Sur les conclusions à fin d'injonction et d'astreinte :

5. Compte tenu de ses motifs, le présent jugement implique nécessairement que le préfet de l'Essonne ou le préfet territorialement compétent réexamine la situation de M. A C et lui délivre, dans l'attente, une autorisation provisoire de séjour. Il y a lieu de l'y enjoindre dans le délai de deux mois à compter de la notification du présent jugement. En revanche, il n'y a pas lieu, dans les circonstances de l'espèce, d'assortir cette injonction d'une astreinte.

Sur les frais de l'instance :

6. Il y a lieu, dans les circonstances de l'espèce, de faire application de l'article L. 761-1 du code de justice administrative et de mettre à la charge de l'Etat la somme de 1 000 euros au titre des frais exposés par M. A C et non compris dans les dépens.

D E C I D E :

Article 1er : L'arrêté du 1er août 2022, par lequel le préfet de l'Essonne a procédé au retrait de la carte de résident de M. A C qui arrivait à expiration le 15 juin 2022 est annulé.

Article 2 : Il est enjoint au préfet de l'Essonne de réexaminer la situation administrative de M. A C dans un délai de deux mois à compter de la notification du présent jugement.

Article 3 : Il est mis à la charge de l'Etat une somme de 1 000 euros à verser à M. A C au titre des dispositions de l'article L. 761-1 du code de justice administrative.

Article 4 : Le surplus des conclusions de la requête est rejeté.

Article 5 : Le présent jugement sera notifié à M. B A C et au préfet de l'Essonne.

Délibéré après l'audience du 11 mars 2024, à laquelle siégeaient :

- Mme Sauvageot, présidente,

- Mme Lutz, première conseillère,

- Mme Degorce, première conseillère.

Rendu public par mise à disposition au greffe le 25 mars 2024.

La rapporteure,

Signé

Ch.
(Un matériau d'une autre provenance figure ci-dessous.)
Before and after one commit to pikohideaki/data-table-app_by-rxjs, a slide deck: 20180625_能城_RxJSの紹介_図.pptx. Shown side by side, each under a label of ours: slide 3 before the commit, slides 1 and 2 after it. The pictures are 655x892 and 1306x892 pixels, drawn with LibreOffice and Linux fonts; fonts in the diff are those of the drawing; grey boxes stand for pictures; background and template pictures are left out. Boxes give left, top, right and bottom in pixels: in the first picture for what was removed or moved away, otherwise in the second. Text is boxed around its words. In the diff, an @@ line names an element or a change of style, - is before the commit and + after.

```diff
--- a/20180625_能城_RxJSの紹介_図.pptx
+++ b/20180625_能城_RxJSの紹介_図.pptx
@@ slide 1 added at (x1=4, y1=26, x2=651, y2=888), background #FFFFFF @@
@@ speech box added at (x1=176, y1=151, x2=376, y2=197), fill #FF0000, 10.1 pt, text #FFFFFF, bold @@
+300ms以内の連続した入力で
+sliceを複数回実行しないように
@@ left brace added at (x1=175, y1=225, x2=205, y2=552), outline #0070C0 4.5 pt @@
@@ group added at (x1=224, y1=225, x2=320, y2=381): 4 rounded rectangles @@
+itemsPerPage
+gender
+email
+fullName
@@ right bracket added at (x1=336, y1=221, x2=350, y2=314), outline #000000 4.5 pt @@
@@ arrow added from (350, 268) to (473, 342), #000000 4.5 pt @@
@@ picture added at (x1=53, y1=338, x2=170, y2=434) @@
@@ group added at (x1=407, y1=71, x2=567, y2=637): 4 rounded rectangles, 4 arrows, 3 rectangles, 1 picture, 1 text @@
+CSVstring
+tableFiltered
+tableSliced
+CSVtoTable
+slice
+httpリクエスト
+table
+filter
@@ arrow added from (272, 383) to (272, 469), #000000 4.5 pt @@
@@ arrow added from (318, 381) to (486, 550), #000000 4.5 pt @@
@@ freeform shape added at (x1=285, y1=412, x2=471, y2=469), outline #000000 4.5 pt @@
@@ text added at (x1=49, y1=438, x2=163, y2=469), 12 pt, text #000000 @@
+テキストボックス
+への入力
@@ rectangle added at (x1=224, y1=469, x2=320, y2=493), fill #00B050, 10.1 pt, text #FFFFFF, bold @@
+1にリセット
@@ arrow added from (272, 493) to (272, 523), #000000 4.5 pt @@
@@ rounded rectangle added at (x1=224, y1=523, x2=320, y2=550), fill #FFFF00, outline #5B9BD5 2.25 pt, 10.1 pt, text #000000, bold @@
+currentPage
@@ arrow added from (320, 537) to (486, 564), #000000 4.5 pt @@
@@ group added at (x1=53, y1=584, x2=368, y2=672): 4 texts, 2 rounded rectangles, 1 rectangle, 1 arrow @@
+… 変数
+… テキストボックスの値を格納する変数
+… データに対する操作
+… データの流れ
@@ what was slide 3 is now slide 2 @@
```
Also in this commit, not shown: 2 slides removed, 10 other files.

DegorceLa présidente,

Signé

J. Sauvageot

La greffière,

Signé

C. Delannoy

La République mande et ordonne au préfet de l'Essonne en ce qui le concerne ou à tous commissaires de justice à ce requis en ce qui concerne les voies de droit commun, contre les parties privées, de pourvoir à l'exécution de la présente décision.